5 Best Ways to Get Indices of a List After Deleting Elements in Ascending Order in Python

πŸ’‘ Problem Formulation: The task is to determine the indices of a list that would remain after sequentially deleting the smallest elements until the list is empty. For example, given the list [3, 1, 2], the order of deletion would be elements at indices [1, 2, 0], respectively. This article explores five methods to programmatically identify these indices in Python.

Method 1: Using Sorted Index Pairs

This method involves creating a list of tuples, where each tuple contains an element and its original index. By sorting this list and mapping the second elements (the original indices) to a new list, we get the desired index order for the deletions.

Here’s an example:

arr = [3, 1, 2]
sorted_index_pairs = sorted(enumerate(arr), key=lambda x: x[1])
indices = [index for index, value in sorted_index_pairs]
print(indices)

Output:

[1, 2, 0]

This snippet first creates a list of tuples with enumerate(arr), sorts them by the original list values, and then extracts the indices representing the order of ascending value deletion.

Method 2: Using Argsort from NumPy

For those with NumPy installed, we can take advantage of the argsort() function which returns the indices that would sort the array. This method is efficient and compact, especially for large lists.

Here’s an example:

import numpy as np

arr = [3, 1, 2]
indices = np.argsort(arr).tolist()
print(indices)

Output:

[1, 2, 0]

This code uses NumPy’s argsort() functionality to return a sequence of indices that sort the array in ascending order, which is then converted to a list.

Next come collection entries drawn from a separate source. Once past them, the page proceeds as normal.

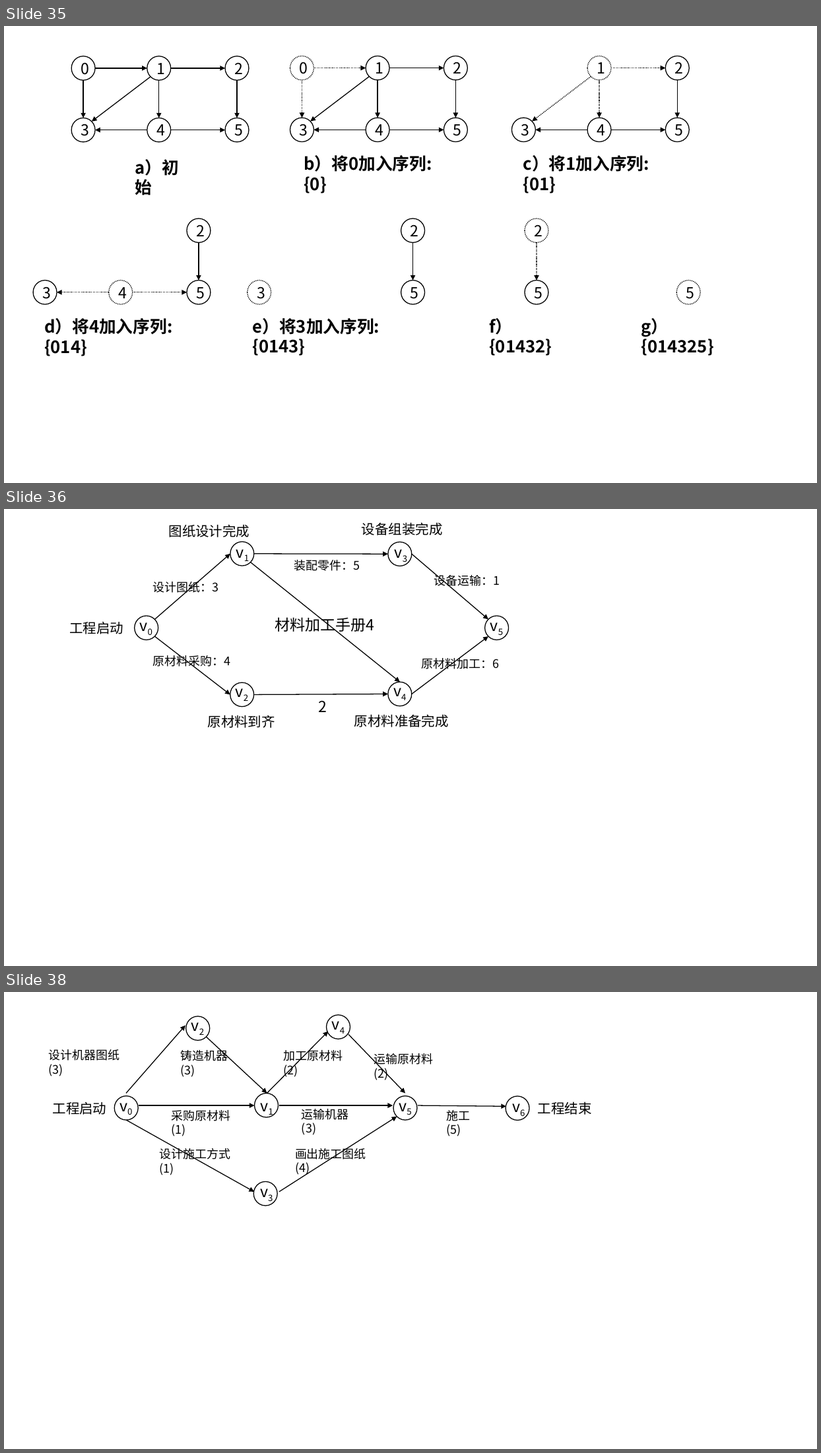
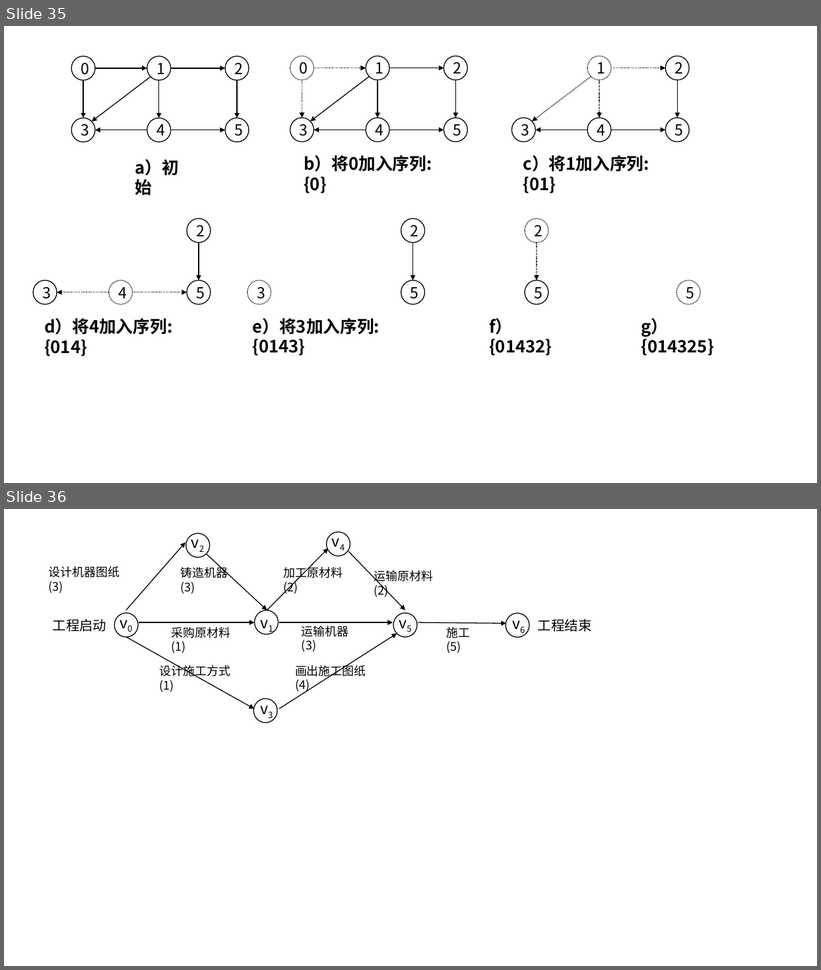
Before and after one commit to CoreLoop163/CoreLoopBooks, a slide deck: data_structure/assets/pics_and_ppts/ch5/画图用、.pptx. Shown one above the other, each under a label of ours: slides 35, 36 and 38 before the commit, slides 35 and 36 after it; the slides between them are not shown. The pictures are 821x1453 and 821x970 pixels, drawn with LibreOffice and Linux fonts; fonts in the diff are those of the drawing. Boxes give left, top, right and bottom in pixels: in the first picture for what was removed or moved away, otherwise in the second. Text is boxed around its words. In the diff, an @@ line names an element or a change of style, - is before the commit and + after.

```diff
--- a/data_structure/assets/pics_and_ppts/ch5/画图用、.pptx
+++ b/data_structure/assets/pics_and_ppts/ch5/画图用、.pptx
@@ slide 36 removed at bbox=[4, 509, 817, 966], background #FFFFFF @@
@@ text removed at bbox=[169, 524, 250, 537] @@
-图纸设计完成
@@ text removed at bbox=[362, 522, 443, 535] @@
-设备组装完成
@@ ellipse removed at bbox=[230, 542, 254, 566] @@
@@ text removed at bbox=[230, 539, 255, 564] @@
-v1
@@ ellipse removed at bbox=[388, 542, 412, 566] @@
@@ text removed at bbox=[389, 540, 414, 564] @@
-v3
@@ arrow removed from (154, 619) to (230, 553) @@
@@ arrow removed from (250, 562) to (400, 682) @@
@@ arrow removed from (254, 553) to (388, 554) @@
@@ text removed at bbox=[294, 560, 360, 571] @@
-装配零件：5
@@ arrow removed from (412, 554) to (488, 619) @@
@@ text removed at bbox=[152, 579, 218, 595] @@
-设计图纸：3
@@ text removed at bbox=[434, 573, 500, 589] @@
-设备运输：1
@@ text removed at bbox=[69, 622, 123, 634] @@
-工程启动
@@ text removed at bbox=[134, 613, 159, 638] @@
-v0
@@ ellipse removed at bbox=[135, 616, 158, 640] @@
@@ text removed at bbox=[275, 615, 374, 634] @@
-材料加工手册4
@@ text removed at bbox=[484, 613, 510, 638] @@
-v5
@@ ellipse removed at bbox=[485, 616, 509, 640] @@
@@ arrow removed from (154, 636) to (230, 695) @@
@@ arrow removed from (412, 694) to (488, 636) @@
@@ text removed at bbox=[152, 653, 230, 669] @@
-原材料采购：4
@@ text removed at bbox=[421, 656, 499, 671] @@
-原材料加工：6
@@ text removed at bbox=[230, 680, 255, 704] @@
-v2
@@ ellipse removed at bbox=[230, 683, 254, 707] @@
@@ text removed at bbox=[387, 679, 413, 704] @@
-v4
@@ ellipse removed at bbox=[388, 682, 412, 706] @@
@@ arrow removed from (254, 695) to (388, 694) @@
@@ text removed at bbox=[319, 700, 327, 712] @@
-2
@@ text removed at bbox=[208, 715, 275, 728] @@
-原材料到齐
@@ text removed at bbox=[354, 714, 449, 727] @@
-原材料准备完成
@@ what was slide 38 is now slide 36 @@
```
Also in this commit, not shown: 19 slides added, 1 other slide removed, 51 other files.

Method 3: Using List Comprehension and Min Function

This method involves repeatedly finding the smallest element and its index, then ‘deleting’ it from the list and updating the remaining indices. It’s a brute-force approach that’s simple to understand.

Here’s an example:

arr = [3, 1, 2]
indices = []
for i in range(len(arr)):
    min_index = arr.index(min(arr))
    indices.append(min_index)
    arr[min_index] = float('inf')

print(indices)

Output:

[1, 2, 0]

Here, the min() function finds the smallest element, and index() gets its position. We then simulate deletion by setting the element to infinity, thus excluding it from subsequent calls to min().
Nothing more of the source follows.